Write out the entries exactly. None of the pictures should appear in the copy.

Exercise material

Start of Block

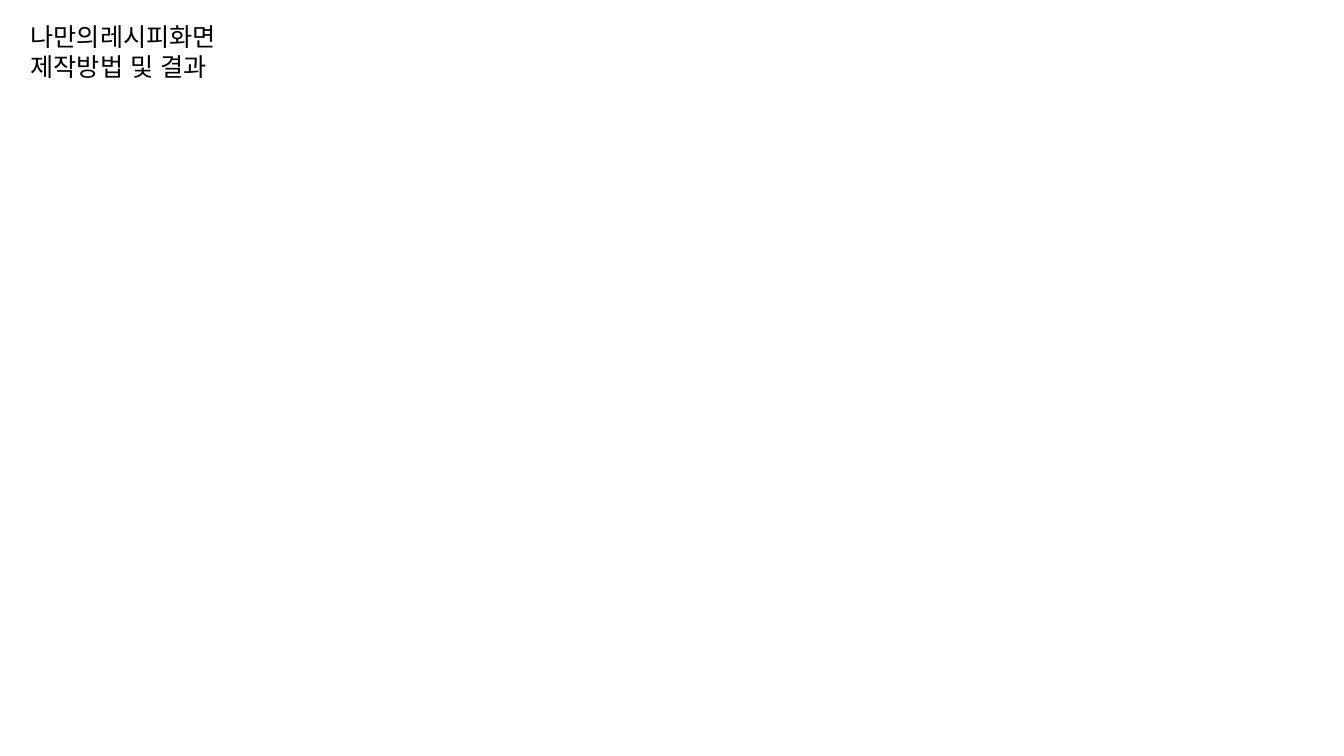
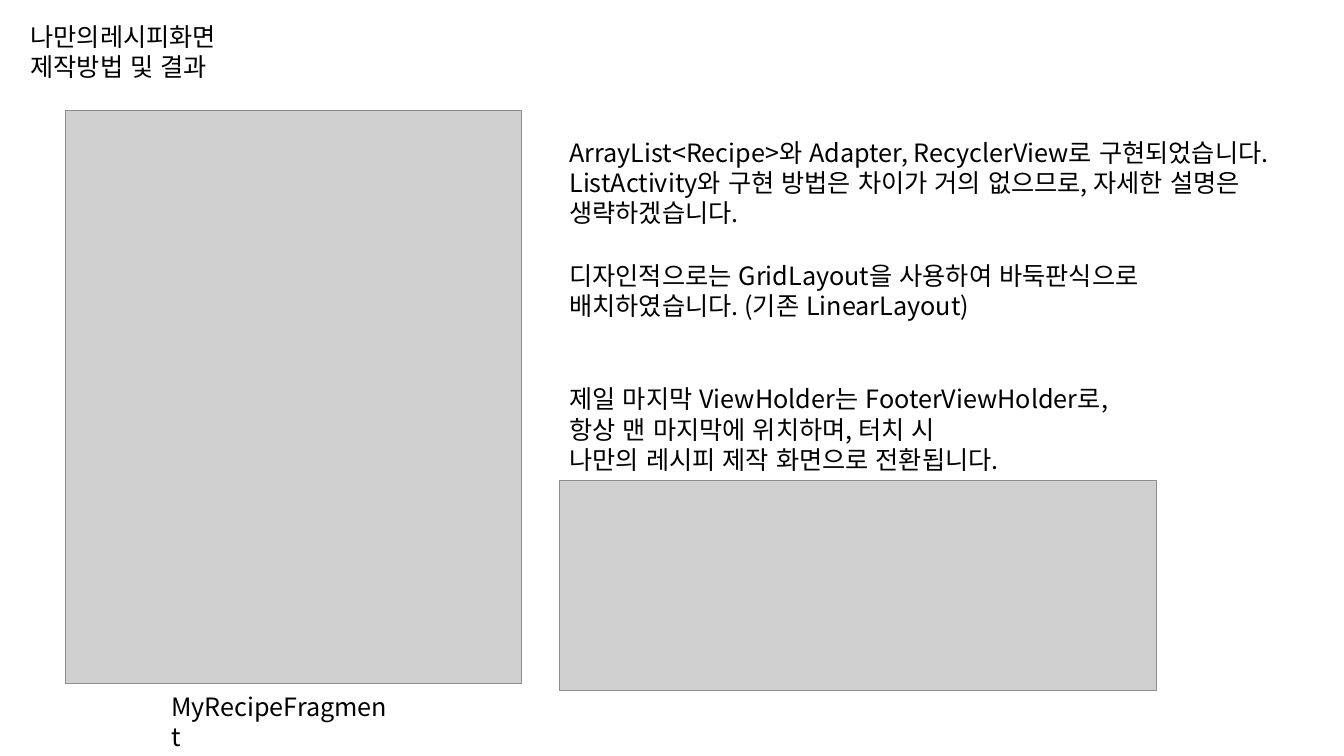
Before and after one commit to byungmeo/CockFit, a slide deck: slide 37 of Documents/4.제작보고서/제작보고서 자료.pptx (slide 38 before the commit). Drawn at 1344x756 pixels with LibreOffice and Linux fonts; fonts in the diff are those of the drawing; grey boxes stand for pictures. Boxes give left, top, right and bottom in pixels: in the first picture for what was removed or moved away, otherwise in the second. Text is boxed around its words. In the diff, an @@ line names an element or a change of style, - is before the commit and + after.

Commit message:
나만의 레시피 화면 제작보고서 업데이트

```diff
--- a/Documents/4.제작보고서/제작보고서 자료.pptx
+++ b/Documents/4.제작보고서/제작보고서 자료.pptx
@@ picture added at [66,111,521,685] @@
@@ text added at [569,141,1268,224], 18 pt, text #000000 @@
+ArrayList<Recipe>와 Adapter, RecyclerView로 구현되었습니다.
+ListActivity와 구현 방법은 차이가 거의 없으므로, 자세한 설명은
+생략하겠습니다.
@@ text added at [569,264,1138,321], 18 pt, text #000000 @@
+디자인적으로는 GridLayout을 사용하여 바둑판식으로
+배치하였습니다. (기존 LinearLayout)
@@ text added at [569,387,1108,471], 18 pt, text #000000 @@
+제일 마지막 ViewHolder는 FooterViewHolder로,
+항상 맨 마지막에 위치하며, 터치 시
+나만의 레시피 제작 화면으로 전환됩니다.
@@ picture added at [560,481,1157,691] @@
@@ text added at [161,687,403,727], 18 pt, text #000000 @@
+MyRecipeFragment
```
Also in this commit, not shown: 2 other slides changed, 4 slides added, 1 slide removed.

End of Block

Reply
Before and after one commit to byungmeo/CockFit, a slide deck: slide 37 of Documents/4.제작보고서/제작보고서 자료.pptx (slide 38 before the commit). Drawn at 1344x756 pixels with LibreOffice and Linux fonts; fonts in the diff are those of the drawing; grey boxes stand for pictures. Boxes give left, top, right and bottom in pixels: in the first picture for what was removed or moved away, otherwise in the second. Text is boxed around its words. In the diff, an @@ line names an element or a change of style, - is before the commit and + after.

Commit message:
나만의 레시피 화면 제작보고서 업데이트

```diff
--- a/Documents/4.제작보고서/제작보고서 자료.pptx
+++ b/Documents/4.제작보고서/제작보고서 자료.pptx
@@ picture added at [66,111,521,685] @@
@@ text added at [569,141,1268,224], 18 pt, text #000000 @@
+ArrayList<Recipe>와 Adapter, RecyclerView로 구현되었습니다.
+ListActivity와 구현 방법은 차이가 거의 없으므로, 자세한 설명은
+생략하겠습니다.
@@ text added at [569,264,1138,321], 18 pt, text #000000 @@
+디자인적으로는 GridLayout을 사용하여 바둑판식으로
+배치하였습니다. (기존 LinearLayout)
@@ text added at [569,387,1108,471], 18 pt, text #000000 @@
+제일 마지막 ViewHolder는 FooterViewHolder로,
+항상 맨 마지막에 위치하며, 터치 시
+나만의 레시피 제작 화면으로 전환됩니다.
@@ picture added at [560,481,1157,691] @@
@@ text added at [161,687,403,727], 18 pt, text #000000 @@
+MyRecipeFragment
```
Also in this commit, not shown: 2 other slides changed, 4 slides added, 1 slide removed.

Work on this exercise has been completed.